Accordingly, an object of the present invention is to provide an anodic oxidation treatment method for an aluminum material including aluminum or an aluminum alloy capable of forming a porous anodic oxide film of a porous type at a treatment voltage of 10 V or more while suppressing manifestation of a crystal grain pattern to the extent possible.
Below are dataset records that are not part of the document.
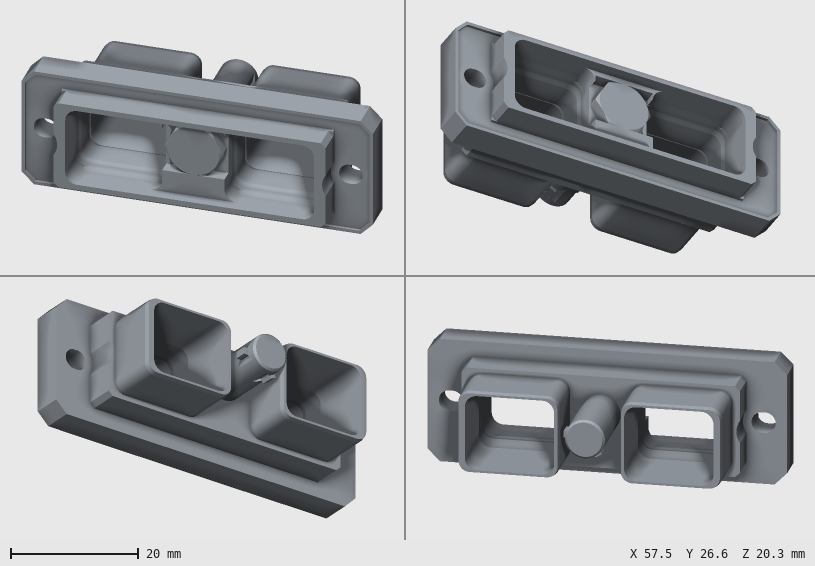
import math
import cadquery as cq


flange_width = 57.45
flange_height = 20.33
flange_corner = 2.0
flange_front = 4.1
flange_rear = 9.1
rim_width = 0.55
rim_depth = 0.5
screw_spacing = 49.95
screw_centres = (-screw_spacing / 2, screw_spacing / 2)
screw_slot_width = 3.85
screw_slot_height = 3.4

body_width = 44.5
body_height = 15.1
body_corner = 0.78
body_rear = 14.15
groove_radius = 3.3

shell_spacing = 25.94
shell_width = 16.17
shell_height = 13.4
shell_corner = 1.97
shell_rear = 23.05
shell_taper_length = 0.85
shell_taper_inset = 0.17

opening_width = 40.7
opening_height = 13.3
opening_corner = 1.95
block_width = 10.2
block_front = 2.0
pocket_spacing = (opening_width + block_width) / 2
pocket_width = (opening_width - block_width) / 2
ramp_start = 4.5
ramp_end = 5.85
ramp_rise = 0.15
funnel_start = 6.75
funnel_end = 7.8
funnel_inset = 0.22
lip_front = 12.2
window_width = 14.27
window_height = 12.32

bolt_z = 1.47
bolt_seat = 4.15
head_corner_width = 9.64
head_across_flats = 8.6
head_chamfer = 0.35
post_diameter = 6.4
post_rear = 26.65
post_chamfer = 0.35

pin_angles = (0, 240)
pin_distance_from_tip = 3.0
pin_length = 2.05
pin_thickness = 1.14
pin_reach = 3.72
relief_floor = 2.74
relief_length = 3.8
relief_half_width = 1.67


def section(y):
    """Workplane at depth y whose extrusions run toward +Y, with X to the right and Z up."""
    plane = cq.Plane(origin=(0, y, 0), xDir=(-1, 0, 0), normal=(0, 1, 0))
    return cq.Workplane(plane)


def bar(width, height, y_start, y_end, x=0, z=0):
    """Rectangular bar along Y, centred on (x, z)."""
    return section(y_start).center(-x, z).rect(width, height).extrude(y_end - y_start)


def rounded_bar(width, height, radius, y_start, y_end, x=0):
    """Bar along Y with its four long edges rounded."""
    return bar(width, height, y_start, y_end, x).edges("|Y").fillet(radius)


def chamfered_bar(width, height, corner, y_start, y_end):
    """Bar along Y with its four long edges chamfered."""
    return bar(width, height, y_start, y_end).edges("|Y").chamfer(corner)


def rounded_funnel(width, height, radius, inset, y_start, y_end, x=0):
    """Rounded bar whose sides lean inward by the inset over its length."""
    length = y_end - y_start
    taper = math.degrees(math.atan2(inset, length))
    outline = cq.Sketch().rect(width, height).vertices().fillet(radius)
    return section(y_start).center(-x, 0).placeSketch(outline).extrude(length, taper=taper)


def make_flange():
    """Mounting flange with a rim around its recessed front and two screw slots."""
    flange = chamfered_bar(flange_width, flange_height, flange_corner, flange_front, flange_rear)
    inner_corner = flange_corner - rim_width * (2 - math.sqrt(2))
    recess = chamfered_bar(
        flange_width - 2 * rim_width,
        flange_height - 2 * rim_width,
        inner_corner,
        flange_front,
        flange_front + rim_depth,
    )
    flange = flange.cut(recess)
    for x in screw_centres:
        slot = section(flange_front).center(-x, 0).slot2D(screw_slot_width, screw_slot_height)
        flange = flange.cut(slot.extrude(flange_rear - flange_front))
    return flange


def make_body():
    """Chamfered body, square where it meets the flange, with grooves in line with the screws."""
    body = chamfered_bar(body_width, body_height, body_corner, 0, body_rear)
    square_base = bar(body_width, body_height, flange_front, flange_rear)
    body = body.union(square_base)
    for x in screw_centres:
        front_groove = section(0).center(-x, 0).circle(groove_radius)
        body = body.cut(front_groove.extrude(flange_front + rim_depth))
        rear_groove = section(flange_rear).center(-x, 0).circle(groove_radius)
        body = body.cut(rear_groove.extrude(body_rear - flange_rear))
    return body


def make_shell(x):
    """Rear shell around one pocket, slightly tapered at its tip."""
    taper_start = shell_rear - shell_taper_length
    shell = rounded_bar(shell_width, shell_height, shell_corner, body_rear, taper_start, x)
    tip = rounded_funnel(
        shell_width, shell_height, shell_corner, shell_taper_inset, taper_start, shell_rear, x
    )
    return shell.union(tip)


def make_pocket(x):
    """Stepped cavity running from the block front through the rear of a shell."""
    pocket = rounded_bar(pocket_width, opening_height, opening_corner, block_front, ramp_end, x)

    half_open = opening_height / 2
    half_narrow = half_open - ramp_rise
    ramp_profile = [
        (block_front, half_open),
        (ramp_start, half_open),
        (ramp_end, half_narrow),
        (ramp_end, -half_narrow),
        (ramp_start, -half_open),
        (block_front, -half_open),
    ]
    ramps = cq.Workplane("YZ", origin=(x, 0, 0)).polyline(ramp_profile).close()
    pocket = pocket.intersect(ramps.extrude(pocket_width / 2, both=True))

    throat = rounded_bar(pocket_width, 2 * half_narrow, opening_corner, ramp_end, funnel_start, x)
    funnel = rounded_funnel(
        pocket_width, 2 * half_narrow, opening_corner, funnel_inset, funnel_start, funnel_end, x
    )
    bore_corner = opening_corner - funnel_inset
    bore = rounded_bar(
        pocket_width - 2 * funnel_inset,
        2 * (half_narrow - funnel_inset),
        bore_corner,
        funnel_end,
        lip_front,
        x,
    )
    window = rounded_bar(window_width, window_height, opening_corner, lip_front, shell_rear, x)
    return pocket.union(throat).union(funnel).union(bore).union(window)


def make_head():
    """Hexagon head with its corners turned off and its front edge chamfered."""
    length = bolt_seat - block_front
    corner_distance = head_across_flats / math.cos(math.pi / 6)
    hexagon = section(block_front).center(0, bolt_z).polygon(6, corner_distance).extrude(length)
    turned = section(block_front).center(0, bolt_z).circle(head_corner_width / 2).extrude(length)
    cone_inset = (head_corner_width - head_across_flats) / 2
    turned = turned.faces("<Y").chamfer(head_chamfer, cone_inset)
    return hexagon.intersect(turned)


def make_post():
    """Rear post of the latch bolt, with its bayonet pins."""
    post = section(body_rear).center(0, bolt_z).circle(post_diameter / 2)
    post = post.extrude(post_rear - body_rear).faces(">Y").chamfer(post_chamfer)
    for angle in pin_angles:
        post = add_bayonet_pin(post, angle)
    return post


def add_bayonet_pin(post, angle):
    """Radial pin with a flat relief on each side that narrows toward the pin."""
    pin_y = post_rear - pin_distance_from_tip
    direction = (math.cos(math.radians(angle)), 0, math.sin(math.radians(angle)))

    def radial_plane(radius):
        origin = (radius * direction[0], pin_y, bolt_z + radius * direction[2])
        return cq.Workplane(cq.Plane(origin=origin, xDir=(0, 1, 0), normal=direction))

    for side in (-1, 1):
        relief_outline = [
            (-pin_length / 2, 0),
            (-pin_length / 2, side * pin_thickness / 2),
            (-relief_length / 2, side * relief_half_width),
            (relief_length / 2, side * relief_half_width),
            (pin_length / 2, side * pin_thickness / 2),
            (pin_length / 2, 0),
        ]
        relief = radial_plane(relief_floor).polyline(relief_outline).close()
        post = post.cut(relief.extrude(pin_reach - relief_floor))
    pin = radial_plane(0).rect(pin_length, pin_thickness).extrude(pin_reach)
    return post.union(pin)


shell_centres = (-shell_spacing / 2, shell_spacing / 2)
pocket_centres = (-pocket_spacing / 2, pocket_spacing / 2)

result = make_flange().union(make_body())
for shell_x in shell_centres:
    result = result.union(make_shell(shell_x))

result = result.cut(rounded_bar(opening_width, opening_height, opening_corner, 0, block_front))
for pocket_x in pocket_centres:
    result = result.cut(make_pocket(pocket_x))

head_channel = bar(block_width, head_across_flats, block_front, bolt_seat, z=bolt_z)
result = result.cut(head_channel).union(make_head()).union(make_post())

That is, according to one embodiment of the present invention, there is provided an anodic oxidation treatment method for an aluminum material for subjecting an aluminum material including aluminum or an aluminum alloy to anodic oxidation treatment in a treatment bath of a polybasic acid aqueous solution under a treatment condition of a target voltage of 10 V or more, to form a porous anodic oxide film on a surface of the aluminum material, the method including, as pre-treatment of the anodic oxidation treatment, subjecting the aluminum material to anodic oxidation treatment in a treatment bath of a polybasic acid aqueous solution under a treatment condition of a voltage of 6 V or less until an electrical quantity reaches 0.05 C/cm2 or more, to form a porous pre-film on the surface of the aluminum material.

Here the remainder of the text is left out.